For the deeper trade-offs between Claude Code, Codex CLI, and the broader AI coding model landscape, see Claude Code vs Codex CLI and the best AI model for vibe coding in 2026. The model picking principles in those guides apply here too.
The Hermes Dashboard: Kanban, /goal, and Multi-Agent Profiles
Once you have the basics running, the dashboard is where Hermes pulls ahead of OpenClaw the most clearly. Run hermes dashboard and the CLI prints a local URL. Open it in a browser. You will land on a single-pane interface with five sections worth knowing.
The Kanban Board
The Kanban board is the multi-task workflow Hermes was missing for the first six months and has now nailed. The default columns are Triage, Ready, In Progress, and Done. The pattern that compounds: every morning you dump your to-do list into Triage with one-line task names, and a librarian sub-agent picks them up, looks through your memories and your Obsidian vault, fills in the context, and moves the task to Ready. You then assign each Ready task to a worker agent, and Hermes drives it from In Progress to Done while you do other work.
The setup prompt that turns this into an automated workflow (the version that users running Hermes daily have converged on):
Create a cron job that checks the Kanban board every 10 minutes for tasks in Triage. For each task, look through all my memories and fill in the details so the task is fully scoped. Move it to Ready. Then check Ready for any tasks I have assigned to an agent. If I have, take care of the task end to end and report back in the comments.
Run that prompt once inside Hermes and your board becomes a real multi-agent dispatch system. The trick that matters: do not run the librarian on your main agent. Spin up a second profile (a common naming convention is "the librarian" or "the manager"), assign it a cheap model, and have it manage the board. Otherwise the orchestration cron job blocks your main worker from doing the actual work.
/goal: Long-Running Missions
/goal is the most underrated feature shipped by any agent platform this year. Inside the Hermes CLI, type /goal followed by a high-level mission and Hermes treats it as a multi-step, possibly multi-day objective rather than a single prompt. Some users have run /goal sessions that lasted three days and produced finished work without further input.

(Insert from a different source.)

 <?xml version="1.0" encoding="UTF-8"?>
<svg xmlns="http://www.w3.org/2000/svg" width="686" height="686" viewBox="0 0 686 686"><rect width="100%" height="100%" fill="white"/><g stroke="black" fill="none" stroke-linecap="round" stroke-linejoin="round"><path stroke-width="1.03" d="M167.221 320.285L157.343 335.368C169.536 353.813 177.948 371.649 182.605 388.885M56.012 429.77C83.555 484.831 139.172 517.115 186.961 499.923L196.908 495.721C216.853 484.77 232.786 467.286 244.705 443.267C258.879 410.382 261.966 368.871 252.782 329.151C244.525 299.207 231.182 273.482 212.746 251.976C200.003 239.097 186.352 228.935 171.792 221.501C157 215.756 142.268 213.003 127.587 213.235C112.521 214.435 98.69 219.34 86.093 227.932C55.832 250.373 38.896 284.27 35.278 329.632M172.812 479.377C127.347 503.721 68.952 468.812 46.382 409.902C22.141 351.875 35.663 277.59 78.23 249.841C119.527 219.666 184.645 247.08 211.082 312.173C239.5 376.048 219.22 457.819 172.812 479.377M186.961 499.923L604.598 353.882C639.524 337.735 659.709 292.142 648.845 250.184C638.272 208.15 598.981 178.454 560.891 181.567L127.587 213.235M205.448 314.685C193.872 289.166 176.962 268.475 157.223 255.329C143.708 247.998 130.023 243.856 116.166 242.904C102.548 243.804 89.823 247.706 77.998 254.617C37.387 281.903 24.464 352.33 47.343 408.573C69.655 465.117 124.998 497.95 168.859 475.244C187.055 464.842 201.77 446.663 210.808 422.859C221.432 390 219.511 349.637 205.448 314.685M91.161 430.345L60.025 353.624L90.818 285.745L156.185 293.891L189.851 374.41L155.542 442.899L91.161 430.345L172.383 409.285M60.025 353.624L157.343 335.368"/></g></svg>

The quality of your goal prompt is the entire game here. "Build me a game" will produce nothing useful. "Audit my Obsidian vault, find dead memories that have not been touched in 90 days, identify orphan notes that are not in a folder, and produce a cleanup plan I can approve before any deletes" will produce a real cleanup plan. The general rule: meta-prompt the goal first. Open another LLM, describe the mission, ask it to write you a detailed /goal prompt, refine, then paste into Hermes. The investment up front saves you from a multi-hour session that drifts.
For deterministic workflows that fire automatically, pair /goal with cron jobs. The triggering happens on a schedule, the agent figures out the steps, and you do not babysit.
Profiles and Multi-Agents
Hermes makes spinning up multiple agents trivial. Open the dashboard, click Profiles, name a new agent, and create it. Each profile gets its own memory, its own skill set, and its own environment variables. You can create them by command in the CLI too.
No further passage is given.